The company still controls one of the strongest ecosystems in technology and generates enough cash to compete with anyone. The problem is that artificial intelligence compounds through usage. Every month Microsoft and Meta deploy new capabilities; they gather more data, improve their models, and widen the gap, thereby leaving Apple in the dust.

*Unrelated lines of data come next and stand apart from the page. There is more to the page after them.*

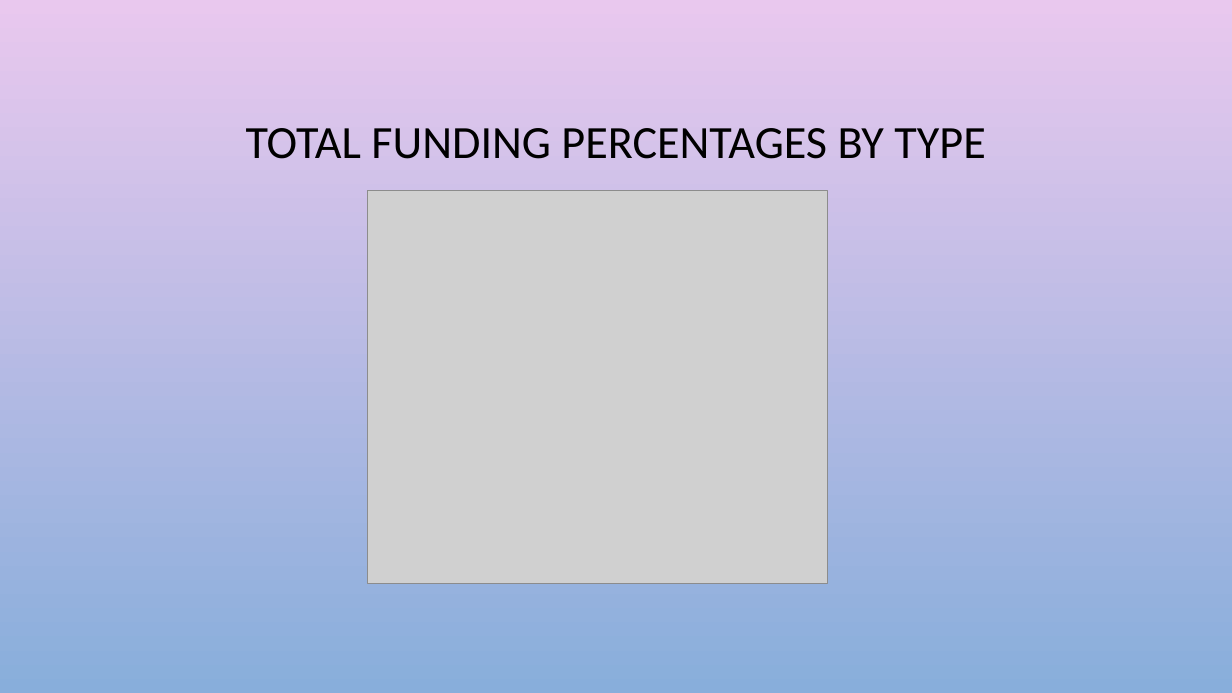
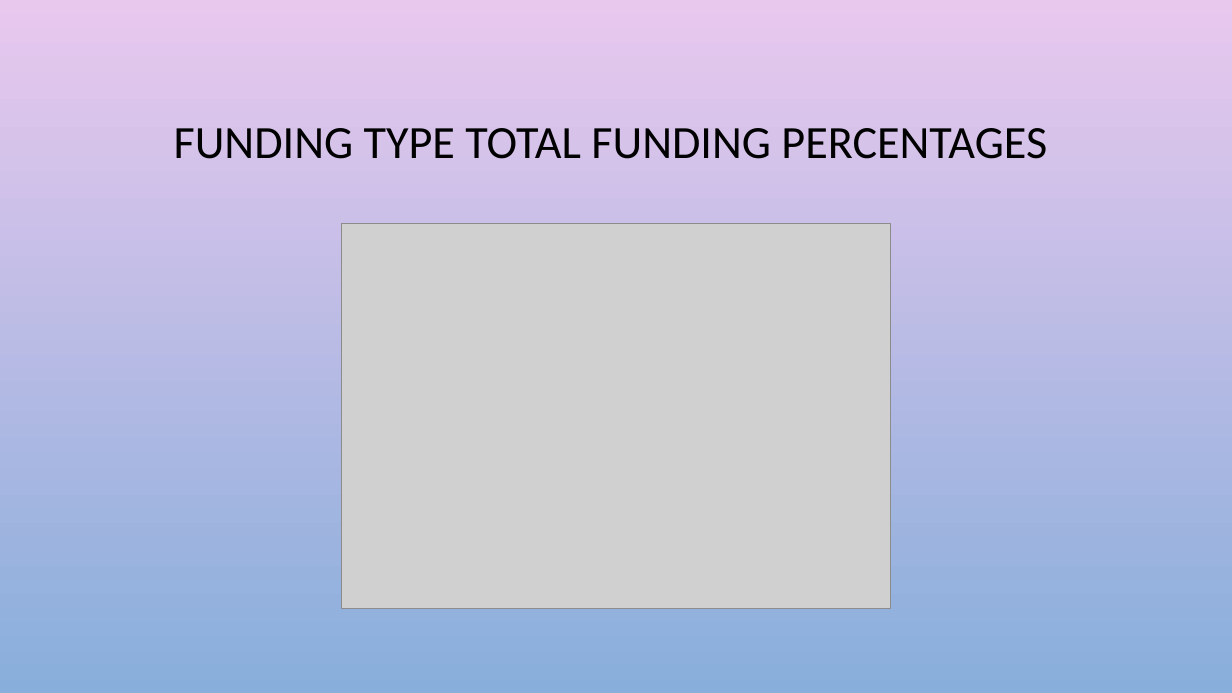
Before and after one commit to chrisg4github/Project-1-Crunch-Team, a slide deck: slide 9 of PowerPoint/Data visualization & Analytics_chrisg.pptx (slide 8 before the commit). Drawn at 1232x693 pixels with LibreOffice and Linux fonts; fonts in the diff are those of the drawing; grey boxes stand for pictures; background and template pictures are left out. Boxes give left, top, right and bottom in pixels: in the first picture for what was removed or moved away, otherwise in the second. Text is boxed around its words. In the diff, an @@ line names an element or a change of style, - is before the commit and + after.

```diff
--- a/PowerPoint/Data visualization & Analytics_chrisg.pptx
+++ b/PowerPoint/Data visualization & Analytics_chrisg.pptx
@@ title at bbox=[174, 128, 1047, 159]: text changed @@
-TOTAL FUNDING PERCENTAGES BY TYPE
+FUNDING TYPE TOTAL FUNDING PERCENTAGES
@@ picture: place and size @@
-picture at bbox=[368, 191, 828, 583]
+picture at bbox=[342, 224, 890, 609]
```
Also in this commit, not shown: 9 other slides changed, 1 slide added, 1 slide removed, 19 other files.

And I’m not alone in this, the chart is now suggesting Wall Street has started recognizing that same reality. Apple surged above $310 earlier this year before a high-volume selloff erased months of momentum, driving shares below both the 20-day and 50-day moving averages before buyers finally emerged near the 200-day trendline. Indicating that investors may now be repricing expectations after realizing the company’s artificial intelligence roadmap remains further behind than many initially believed

ai-StockEarnings

The AI Race Is Already Reshaping Portfolios

Markets reward companies that compound advantages before everyone else recognizes them. From what you’ve seen, Microsoft and Meta are already doing that.

By no means am I saying Apple doesn’t have the opportunity to compete anymore. If anything, Apple still has the balance sheet, ecosystem, and engineering talent to respond, but catching up is no longer the same as leading.

And for me, that’s the difference between owning tomorrow’s leader and waiting for yesterday’s leader to catch up.